A seven-stage diagnostic instrument for assessing the trajectory of territorial sovereignty disputes — and predicting where they are headed.
"Frozen conflicts are not static. They are conditional equilibria — and the conditions that sustain them can be identified, measured, and in some cases, deliberately altered."
Roy Vissers, Selective Sovereignty as Grand Strategy (2026)

Every frozen conflict follows a recognisable sequence of stages. The sequence is not inevitable — it can be interrupted — but it is consistent enough to be diagnostic.
A conflict's current stage, combined with the presence or absence of specific structural conditions, allows its trajectory to be predicted with meaningful accuracy.
The most important variable is not military balance or international recognition — it is whether the root cause of the conflict is correctly attributed. Misattribution makes resolution structurally impossible.
The most intractable post-Soviet conflicts share a common structural feature: they are framed as disputes between peoples — Russians versus Estonians, Armenians versus Azerbaijanis, Moldovans versus Transnistrians. This framing makes them zero-sum. If the conflict is between peoples, then one people's gain is the other's loss, and no resolution is possible without one side accepting defeat.
The Ladder's attribution thesis offers a different diagnosis. The demographic disruptions that underpin these conflicts were not produced by the Russian people, the Armenian people, or any other people. They were produced by a specific political system, under the specific leadership of one man: Joseph Stalin — born in Georgia, who ruled through terror, and who is condemned by Russia's own official history.
Stalin Russified non-Russian peoples not to serve Russian interests but to serve his own imperial control. The "Russian-speaking minority" of Narva is not an ethnic Russian community: it is the descendant population of Ukrainians, Belarusians, Tatars, and workers of a dozen other nationalities who were assigned to north-east Estonia under Stalin's industrialisation policy and stripped of their own languages within a generation.
When the origin of a conflict is correctly attributed to Stalin rather than to Russia, the zero-sum framing dissolves. Estonia and Russia share a common grievance against the same perpetrator. The reconciliation model that made the Maastricht Treaty possible — separating the Nazi regime from the German people — becomes analytically available for the post-Soviet space.
Click any stage to expand. Stages descend from cultural suppression to armed conflict or resolution.
The Re-Entry Dynamic
Stage 7 resolution is not permanent. It is a conditional equilibrium — a state that must be actively maintained. When the conditions sustaining resolution erode, a conflict can re-enter the Ladder at Stage 4 or 5. South Tyrol's recurring independence referenda (2013, 2017, 2019) demonstrate this dynamic. Nagorno-Karabakh's 2023 collapse demonstrates its most violent form. The Ladder is the first analytical instrument to model re-entry as a structural feature of resolved conflicts.
The Ladder was applied to five conflicts. In all five cases, the predicted trajectory matched the observed outcome.
The Ladder correctly identifies the 1972 autonomy statute as insufficient (Stage 6 residual) and the 1992 Package as the genuine Stage 7 resolution. Recurring independence sentiment (2013–2019) confirms conditional equilibrium.

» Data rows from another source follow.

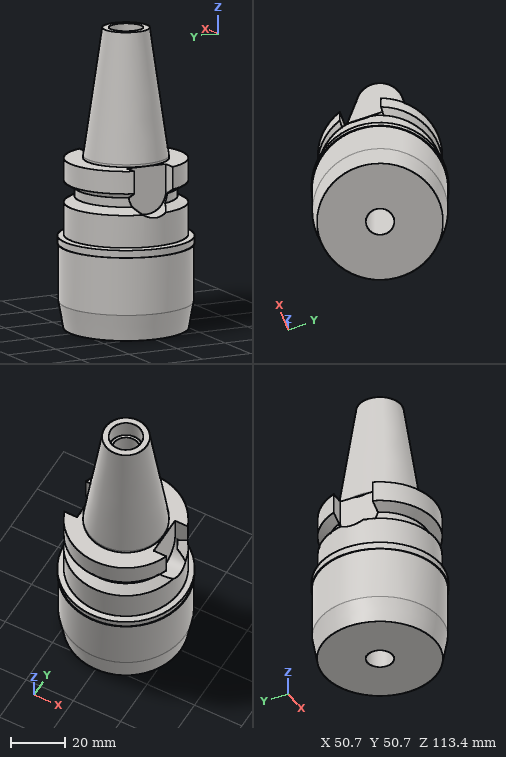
import cadquery as cq

total_height = 113.4
nose_height = 10.2
collar_bottom = 31.9
collar_outer_top = 34.7
collar_inner_top = 35.2
groove_lower_edge = 47.4
groove_floor_bottom = 49.7
groove_floor_top = 53.2
groove_upper_edge = 55.6
flange_top = 64.1
taper_bottom = 65.1

nose_radius = 23.2
sleeve_radius = 25.1
collar_diameter = 50.7
collar_radius = collar_diameter / 2
flange_radius = 23.0
groove_radius = 19.0
taper_large_radius = 15.9
taper_small_radius = 8.8

bore_radius = 5.2
mouth_radius = 6.4
mouth_depth = 7.3

slot_width = 16.1
slot_floor_x = 16.2
slot_bottom = 45.9


def make_body():
    """Revolve the outside profile about Z."""
    profile = [
        (0, 0),
        (nose_radius, 0),
        (sleeve_radius, nose_height),
        (sleeve_radius, collar_bottom),
        (collar_radius, collar_bottom),
        (collar_radius, collar_outer_top),
        (flange_radius, collar_inner_top),
        (flange_radius, groove_lower_edge),
        (groove_radius, groove_floor_bottom),
        (groove_radius, groove_floor_top),
        (flange_radius, groove_upper_edge),
        (flange_radius, flange_top),
        (taper_large_radius, flange_top),
        (taper_large_radius, taper_bottom),
        (taper_small_radius, total_height),
        (0, total_height),
    ]
    return cq.Workplane("XZ").polyline(profile).close().revolve(360, (0, 0), (0, 1))


def make_bore():
    """Through bore and its stepped mouth."""
    bore = cq.Workplane("XY").circle(bore_radius).extrude(total_height)
    mouth = (
        cq.Workplane("XY", origin=(0, 0, total_height - mouth_depth))
        .circle(mouth_radius)
        .extrude(mouth_depth)
    )
    return bore.union(mouth)


def make_drive_slot(side):
    """Flat-floored slot, open at the flange top and round at the bottom; side is -1 or 1."""
    half_width = slot_width / 2
    arc_center = slot_bottom + half_width
    return (
        cq.Workplane("YZ", origin=(side * slot_floor_x, 0, 0))
        .moveTo(-half_width, flange_top)
        .lineTo(-half_width, arc_center)
        .threePointArc((0, slot_bottom), (half_width, arc_center))
        .lineTo(half_width, flange_top)
        .close()
        .extrude(side * (collar_radius - slot_floor_x))
    )


result = make_body().cut(make_bore())
for side in (-1, 1):
    result = result.cut(make_drive_slot(side))

The Ladder predicts that Stage 7 without universal recognition is structurally unstable. Kosovo's non-recognition by Serbia, Russia, and five EU member states confirms the prediction.
The Ladder predicts that external military presence locks Stage 6. The Russian 14th Army's continued presence has maintained the freeze for 33 years, confirming the prediction.

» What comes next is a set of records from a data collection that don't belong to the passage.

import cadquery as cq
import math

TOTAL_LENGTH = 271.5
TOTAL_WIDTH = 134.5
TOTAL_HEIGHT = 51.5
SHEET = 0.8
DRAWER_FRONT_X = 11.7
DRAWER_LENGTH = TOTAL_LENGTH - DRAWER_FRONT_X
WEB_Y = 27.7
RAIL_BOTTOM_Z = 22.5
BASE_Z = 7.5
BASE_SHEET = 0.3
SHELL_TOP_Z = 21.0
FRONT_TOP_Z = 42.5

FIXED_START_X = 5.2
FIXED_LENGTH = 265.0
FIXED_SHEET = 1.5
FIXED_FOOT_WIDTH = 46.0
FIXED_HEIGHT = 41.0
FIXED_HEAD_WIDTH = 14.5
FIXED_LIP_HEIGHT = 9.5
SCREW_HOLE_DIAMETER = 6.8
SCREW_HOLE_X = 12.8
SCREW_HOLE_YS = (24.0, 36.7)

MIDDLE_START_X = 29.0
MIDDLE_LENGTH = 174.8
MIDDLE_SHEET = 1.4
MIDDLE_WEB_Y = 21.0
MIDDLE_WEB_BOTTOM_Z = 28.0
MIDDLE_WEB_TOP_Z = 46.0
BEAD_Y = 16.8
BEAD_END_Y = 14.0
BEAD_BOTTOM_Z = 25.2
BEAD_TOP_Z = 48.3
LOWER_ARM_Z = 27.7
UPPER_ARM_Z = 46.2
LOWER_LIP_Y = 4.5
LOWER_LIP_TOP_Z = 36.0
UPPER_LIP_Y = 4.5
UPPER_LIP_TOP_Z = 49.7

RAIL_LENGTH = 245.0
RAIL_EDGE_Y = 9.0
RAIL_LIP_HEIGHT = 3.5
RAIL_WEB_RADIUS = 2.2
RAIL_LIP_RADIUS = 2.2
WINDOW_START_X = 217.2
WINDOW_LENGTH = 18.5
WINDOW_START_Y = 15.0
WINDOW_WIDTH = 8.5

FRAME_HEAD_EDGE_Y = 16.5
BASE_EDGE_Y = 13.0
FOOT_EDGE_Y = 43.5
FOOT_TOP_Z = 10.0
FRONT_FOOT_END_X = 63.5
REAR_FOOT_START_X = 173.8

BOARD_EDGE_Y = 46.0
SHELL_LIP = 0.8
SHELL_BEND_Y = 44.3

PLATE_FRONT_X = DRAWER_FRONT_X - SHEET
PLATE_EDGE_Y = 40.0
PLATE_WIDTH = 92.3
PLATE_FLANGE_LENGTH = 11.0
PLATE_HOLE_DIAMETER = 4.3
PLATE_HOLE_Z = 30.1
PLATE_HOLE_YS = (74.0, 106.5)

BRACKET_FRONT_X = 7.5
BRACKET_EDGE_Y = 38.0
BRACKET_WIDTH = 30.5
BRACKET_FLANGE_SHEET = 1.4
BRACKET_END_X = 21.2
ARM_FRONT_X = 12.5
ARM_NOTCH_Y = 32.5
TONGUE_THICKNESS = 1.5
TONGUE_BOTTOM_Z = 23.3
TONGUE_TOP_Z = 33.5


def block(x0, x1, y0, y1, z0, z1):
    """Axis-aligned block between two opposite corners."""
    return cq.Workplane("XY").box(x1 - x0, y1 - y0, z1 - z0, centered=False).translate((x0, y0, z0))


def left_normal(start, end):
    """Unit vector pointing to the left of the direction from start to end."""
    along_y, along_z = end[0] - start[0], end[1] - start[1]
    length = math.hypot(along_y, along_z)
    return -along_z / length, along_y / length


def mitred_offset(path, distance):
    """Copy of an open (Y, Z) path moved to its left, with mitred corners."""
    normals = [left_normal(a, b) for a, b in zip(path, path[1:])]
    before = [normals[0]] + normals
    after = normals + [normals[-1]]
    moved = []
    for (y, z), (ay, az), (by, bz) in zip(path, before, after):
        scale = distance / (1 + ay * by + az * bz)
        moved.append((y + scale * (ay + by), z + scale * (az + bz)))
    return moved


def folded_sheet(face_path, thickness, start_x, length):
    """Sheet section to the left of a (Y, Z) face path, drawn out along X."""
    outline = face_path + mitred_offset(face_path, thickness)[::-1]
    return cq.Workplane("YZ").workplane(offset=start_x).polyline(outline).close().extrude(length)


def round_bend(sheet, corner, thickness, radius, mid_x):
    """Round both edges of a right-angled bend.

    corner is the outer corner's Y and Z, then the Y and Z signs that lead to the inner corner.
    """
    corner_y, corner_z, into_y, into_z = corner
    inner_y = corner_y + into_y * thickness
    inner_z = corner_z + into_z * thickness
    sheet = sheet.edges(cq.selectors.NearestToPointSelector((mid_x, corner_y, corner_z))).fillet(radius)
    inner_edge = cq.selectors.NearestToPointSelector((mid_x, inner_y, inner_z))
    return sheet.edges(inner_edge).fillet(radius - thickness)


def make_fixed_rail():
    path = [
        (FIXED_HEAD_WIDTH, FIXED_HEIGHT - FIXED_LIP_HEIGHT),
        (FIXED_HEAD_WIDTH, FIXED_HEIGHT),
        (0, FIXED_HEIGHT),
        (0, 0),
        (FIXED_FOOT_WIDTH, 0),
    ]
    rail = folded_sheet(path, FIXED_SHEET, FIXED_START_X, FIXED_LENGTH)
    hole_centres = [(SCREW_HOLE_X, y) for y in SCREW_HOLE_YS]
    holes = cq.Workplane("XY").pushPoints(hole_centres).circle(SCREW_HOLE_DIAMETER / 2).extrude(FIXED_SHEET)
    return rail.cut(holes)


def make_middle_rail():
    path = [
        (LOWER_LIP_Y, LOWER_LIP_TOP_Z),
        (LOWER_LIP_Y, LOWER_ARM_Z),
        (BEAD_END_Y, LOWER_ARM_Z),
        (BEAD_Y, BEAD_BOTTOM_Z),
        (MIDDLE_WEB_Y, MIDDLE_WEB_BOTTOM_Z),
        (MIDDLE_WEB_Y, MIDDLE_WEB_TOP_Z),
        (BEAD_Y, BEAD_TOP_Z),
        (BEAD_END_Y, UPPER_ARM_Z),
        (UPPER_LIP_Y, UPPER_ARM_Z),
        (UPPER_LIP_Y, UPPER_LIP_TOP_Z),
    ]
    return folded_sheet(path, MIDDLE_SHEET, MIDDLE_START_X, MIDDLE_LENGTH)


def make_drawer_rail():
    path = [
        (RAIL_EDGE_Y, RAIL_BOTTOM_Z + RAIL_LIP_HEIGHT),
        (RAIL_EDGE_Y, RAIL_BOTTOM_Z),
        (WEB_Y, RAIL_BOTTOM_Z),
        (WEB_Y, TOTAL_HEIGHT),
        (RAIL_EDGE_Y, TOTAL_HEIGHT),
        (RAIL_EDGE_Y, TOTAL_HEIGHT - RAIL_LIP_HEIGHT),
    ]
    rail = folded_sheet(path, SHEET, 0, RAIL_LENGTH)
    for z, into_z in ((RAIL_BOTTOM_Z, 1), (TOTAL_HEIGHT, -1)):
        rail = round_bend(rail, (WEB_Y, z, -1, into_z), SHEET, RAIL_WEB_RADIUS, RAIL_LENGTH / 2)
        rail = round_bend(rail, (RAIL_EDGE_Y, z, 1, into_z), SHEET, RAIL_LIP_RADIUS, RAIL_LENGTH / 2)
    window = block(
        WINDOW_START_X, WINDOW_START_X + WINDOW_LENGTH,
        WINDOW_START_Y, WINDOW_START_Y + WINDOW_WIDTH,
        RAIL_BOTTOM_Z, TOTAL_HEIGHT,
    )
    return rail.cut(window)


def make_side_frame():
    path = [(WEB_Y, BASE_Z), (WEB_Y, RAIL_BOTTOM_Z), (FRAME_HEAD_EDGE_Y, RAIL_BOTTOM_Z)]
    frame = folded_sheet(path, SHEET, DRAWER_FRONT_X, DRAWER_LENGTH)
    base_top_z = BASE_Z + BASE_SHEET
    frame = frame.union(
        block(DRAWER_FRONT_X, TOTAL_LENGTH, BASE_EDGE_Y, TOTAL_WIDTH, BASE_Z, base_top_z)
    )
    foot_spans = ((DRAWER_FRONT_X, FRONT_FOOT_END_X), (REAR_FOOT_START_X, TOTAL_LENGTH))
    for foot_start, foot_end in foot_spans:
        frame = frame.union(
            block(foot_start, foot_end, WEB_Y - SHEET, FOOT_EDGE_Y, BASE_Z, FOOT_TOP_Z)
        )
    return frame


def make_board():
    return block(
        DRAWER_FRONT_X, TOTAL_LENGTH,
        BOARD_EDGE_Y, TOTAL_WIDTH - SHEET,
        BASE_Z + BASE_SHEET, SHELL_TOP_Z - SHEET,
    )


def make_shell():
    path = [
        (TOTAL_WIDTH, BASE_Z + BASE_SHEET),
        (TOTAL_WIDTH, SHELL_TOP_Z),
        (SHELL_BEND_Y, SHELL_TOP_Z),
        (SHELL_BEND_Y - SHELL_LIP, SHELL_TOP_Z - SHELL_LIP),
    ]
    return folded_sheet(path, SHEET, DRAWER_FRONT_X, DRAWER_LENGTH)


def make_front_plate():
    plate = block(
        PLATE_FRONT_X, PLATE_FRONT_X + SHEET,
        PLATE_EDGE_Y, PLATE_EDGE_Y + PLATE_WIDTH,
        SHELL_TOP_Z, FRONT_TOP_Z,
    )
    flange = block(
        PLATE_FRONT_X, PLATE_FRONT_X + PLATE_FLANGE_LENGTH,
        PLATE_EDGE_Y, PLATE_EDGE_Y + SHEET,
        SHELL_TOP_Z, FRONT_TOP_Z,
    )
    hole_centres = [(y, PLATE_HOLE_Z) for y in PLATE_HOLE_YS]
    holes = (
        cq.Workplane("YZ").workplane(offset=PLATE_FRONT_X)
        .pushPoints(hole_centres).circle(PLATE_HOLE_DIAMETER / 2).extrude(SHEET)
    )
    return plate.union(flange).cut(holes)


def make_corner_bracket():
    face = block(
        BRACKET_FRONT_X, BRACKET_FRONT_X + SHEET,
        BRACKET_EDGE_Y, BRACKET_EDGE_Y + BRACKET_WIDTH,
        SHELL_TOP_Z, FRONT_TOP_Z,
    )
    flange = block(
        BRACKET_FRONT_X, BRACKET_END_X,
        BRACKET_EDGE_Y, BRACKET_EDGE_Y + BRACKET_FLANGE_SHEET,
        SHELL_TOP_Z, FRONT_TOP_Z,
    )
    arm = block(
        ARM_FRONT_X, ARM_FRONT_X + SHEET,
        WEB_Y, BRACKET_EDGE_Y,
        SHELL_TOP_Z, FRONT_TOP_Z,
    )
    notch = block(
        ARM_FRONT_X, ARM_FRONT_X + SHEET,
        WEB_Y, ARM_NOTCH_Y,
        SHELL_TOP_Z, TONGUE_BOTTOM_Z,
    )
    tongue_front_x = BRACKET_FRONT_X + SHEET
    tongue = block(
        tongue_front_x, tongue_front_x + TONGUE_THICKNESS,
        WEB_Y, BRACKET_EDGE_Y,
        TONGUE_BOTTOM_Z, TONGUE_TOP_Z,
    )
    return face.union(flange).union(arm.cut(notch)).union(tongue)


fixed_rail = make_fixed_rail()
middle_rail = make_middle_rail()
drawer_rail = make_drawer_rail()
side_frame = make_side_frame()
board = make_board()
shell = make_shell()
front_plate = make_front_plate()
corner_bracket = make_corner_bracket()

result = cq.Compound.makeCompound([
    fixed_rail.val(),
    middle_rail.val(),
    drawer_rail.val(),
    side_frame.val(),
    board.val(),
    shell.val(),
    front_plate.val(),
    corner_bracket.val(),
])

The Ladder predicted Stage 5 escalation when the demographic origin was misattributed and no reconciliation model was offered. The March 2026 'Narva People's Republic' campaign confirms the prediction. Correct attribution of the 1944 disruption to Stalin — not to Russia — is the only available de-escalation pathway.
The Ladder's conditional equilibrium thesis predicted that the 1994 ceasefire was structurally fragile. The 2020 and 2023 offensives confirm that unresolved Stage 6 conflicts do not remain frozen indefinitely.
The Frozen Conflict Escalation Ladder is an original analytical instrument invented by Roy Vissers and first published in March 2026 as part of the working paper Selective Sovereignty as Grand Strategy: Recognition Politics and Frozen Conflicts in Europe.
The instrument draws on and extends existing escalation theory (Glasl 1982; Kahn 1965; Zartman 1989) and the unrecognised states literature (Caspersen 2012; Kolstø 2006), but the seven-stage model, the conditional equilibrium thesis, and the re-entry dynamic are original contributions.